Critical points are essential in understanding the behavior of a function. A critical point occurs where the derivative of a function is equal to zero or is undefined. In simpler terms, they are the points on the graph where the function's slope is flat. To find these points, you first need the derivative of the function. Once you have it, you set the derivative equal to zero and solve for the variable. It's important to remember that not all critical points will necessarily be a maximum or minimum. They are just potential locations. After identifying these points, further analysis is necessary using tests such as the First Derivative Test to determine their nature.

The derivative of a function is a fundamental concept in calculus. It gives the rate at which the function is changing at any point. Symbolically, if you have a function \( f(x) \), the derivative is often represented as \( f'(x) \). To find this, you need to apply differentiation rules. Derivatives can be used to find critical points, understand the slope of tangents at particular points, and determine increasing or decreasing intervals of functions.
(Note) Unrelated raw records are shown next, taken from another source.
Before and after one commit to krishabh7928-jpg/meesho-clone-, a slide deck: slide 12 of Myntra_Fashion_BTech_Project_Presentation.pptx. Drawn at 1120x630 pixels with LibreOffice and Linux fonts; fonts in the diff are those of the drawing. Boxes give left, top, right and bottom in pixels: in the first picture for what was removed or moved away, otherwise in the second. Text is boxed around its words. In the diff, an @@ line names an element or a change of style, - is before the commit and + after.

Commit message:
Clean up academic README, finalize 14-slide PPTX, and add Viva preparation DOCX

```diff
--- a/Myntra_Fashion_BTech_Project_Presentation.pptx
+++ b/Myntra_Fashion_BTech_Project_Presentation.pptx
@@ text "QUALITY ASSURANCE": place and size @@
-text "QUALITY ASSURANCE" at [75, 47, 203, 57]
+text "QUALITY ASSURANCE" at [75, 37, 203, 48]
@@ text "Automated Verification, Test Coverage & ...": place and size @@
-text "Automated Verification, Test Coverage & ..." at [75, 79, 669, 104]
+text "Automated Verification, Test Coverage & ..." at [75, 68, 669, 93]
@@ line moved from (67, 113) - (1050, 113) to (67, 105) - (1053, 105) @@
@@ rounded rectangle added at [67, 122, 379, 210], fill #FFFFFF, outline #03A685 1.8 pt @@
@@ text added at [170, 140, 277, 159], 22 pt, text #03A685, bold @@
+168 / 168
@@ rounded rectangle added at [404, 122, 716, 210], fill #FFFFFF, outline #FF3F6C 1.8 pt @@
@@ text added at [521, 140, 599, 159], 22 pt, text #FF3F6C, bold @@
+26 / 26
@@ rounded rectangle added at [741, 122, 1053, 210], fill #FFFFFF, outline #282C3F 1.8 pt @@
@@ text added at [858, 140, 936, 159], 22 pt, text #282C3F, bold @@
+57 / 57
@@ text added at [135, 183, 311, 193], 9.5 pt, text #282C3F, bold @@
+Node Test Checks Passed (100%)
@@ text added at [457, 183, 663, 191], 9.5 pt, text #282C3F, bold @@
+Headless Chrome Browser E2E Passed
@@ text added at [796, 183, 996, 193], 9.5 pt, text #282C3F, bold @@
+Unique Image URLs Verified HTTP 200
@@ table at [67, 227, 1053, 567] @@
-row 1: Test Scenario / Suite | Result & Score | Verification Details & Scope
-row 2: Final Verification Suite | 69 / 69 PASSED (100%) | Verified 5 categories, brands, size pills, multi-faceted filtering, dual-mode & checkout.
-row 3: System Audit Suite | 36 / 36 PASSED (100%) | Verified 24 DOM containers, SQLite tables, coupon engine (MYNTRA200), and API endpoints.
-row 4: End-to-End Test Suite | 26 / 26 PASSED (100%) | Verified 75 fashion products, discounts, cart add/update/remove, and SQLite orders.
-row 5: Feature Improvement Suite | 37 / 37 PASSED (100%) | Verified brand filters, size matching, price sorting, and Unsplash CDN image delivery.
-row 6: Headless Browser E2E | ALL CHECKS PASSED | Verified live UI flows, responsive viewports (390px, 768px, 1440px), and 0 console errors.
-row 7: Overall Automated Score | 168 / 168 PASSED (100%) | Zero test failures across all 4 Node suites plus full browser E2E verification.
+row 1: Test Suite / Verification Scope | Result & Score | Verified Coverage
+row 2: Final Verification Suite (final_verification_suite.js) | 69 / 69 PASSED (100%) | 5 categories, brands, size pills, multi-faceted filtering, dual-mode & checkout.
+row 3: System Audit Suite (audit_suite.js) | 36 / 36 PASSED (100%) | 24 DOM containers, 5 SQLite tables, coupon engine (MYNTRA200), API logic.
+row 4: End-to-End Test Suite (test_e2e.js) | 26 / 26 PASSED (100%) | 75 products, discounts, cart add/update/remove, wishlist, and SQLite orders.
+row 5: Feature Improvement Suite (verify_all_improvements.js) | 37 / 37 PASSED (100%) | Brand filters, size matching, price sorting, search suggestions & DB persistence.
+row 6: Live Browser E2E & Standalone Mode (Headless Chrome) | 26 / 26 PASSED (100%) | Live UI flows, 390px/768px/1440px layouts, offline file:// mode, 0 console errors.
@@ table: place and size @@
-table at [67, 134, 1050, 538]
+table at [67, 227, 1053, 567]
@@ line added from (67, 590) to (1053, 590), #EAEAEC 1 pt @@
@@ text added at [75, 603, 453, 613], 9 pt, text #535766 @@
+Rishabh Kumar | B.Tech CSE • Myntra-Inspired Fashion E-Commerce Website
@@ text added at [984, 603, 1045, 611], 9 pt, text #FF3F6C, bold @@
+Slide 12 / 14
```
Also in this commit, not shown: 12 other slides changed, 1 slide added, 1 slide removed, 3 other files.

In our example, differentiating the function \( f(x) = x^{1/3}(x+2)^{3/2} \) helped us pinpoint where changes in the function's behavior occurred.

The product rule is essential when taking derivatives of functions that are products of two other functions. If you have a function \( f(x) = u(x)v(x) \), then the derivative \( f'(x) \) is calculated as \( u'(x)v(x) + u(x)v'(x) \). This rule ensures correct differentiation by dealing with both components. In the original example, we used the product rule to differentiate \( x^{1/3} \) and \( (x+2)^{3/2} \). With this method, you compute the derivative of each component separately, then sum them up as per the rule. This approach allows for an accurate derivative calculation of a product of two functions.

The power rule is one of the simplest and most widely used differentiation techniques. If \( f(x) = x^n \), where \( n \) is any real number, then the derivative \( f'(x) \) is \( nx^{n-1} \). This rule is particularly advantageous when dealing with polynomial functions or any term with a power. In our function, we applied the power rule to differentiate both \( x^{1/3} \) and \( (x+2)^{3/2} \). By reducing the power by one and multiplying by the original exponent, the power rule facilitates a more straightforward and faster calculation of derivatives. This simplification aids in solving more complex calculus problems efficiently.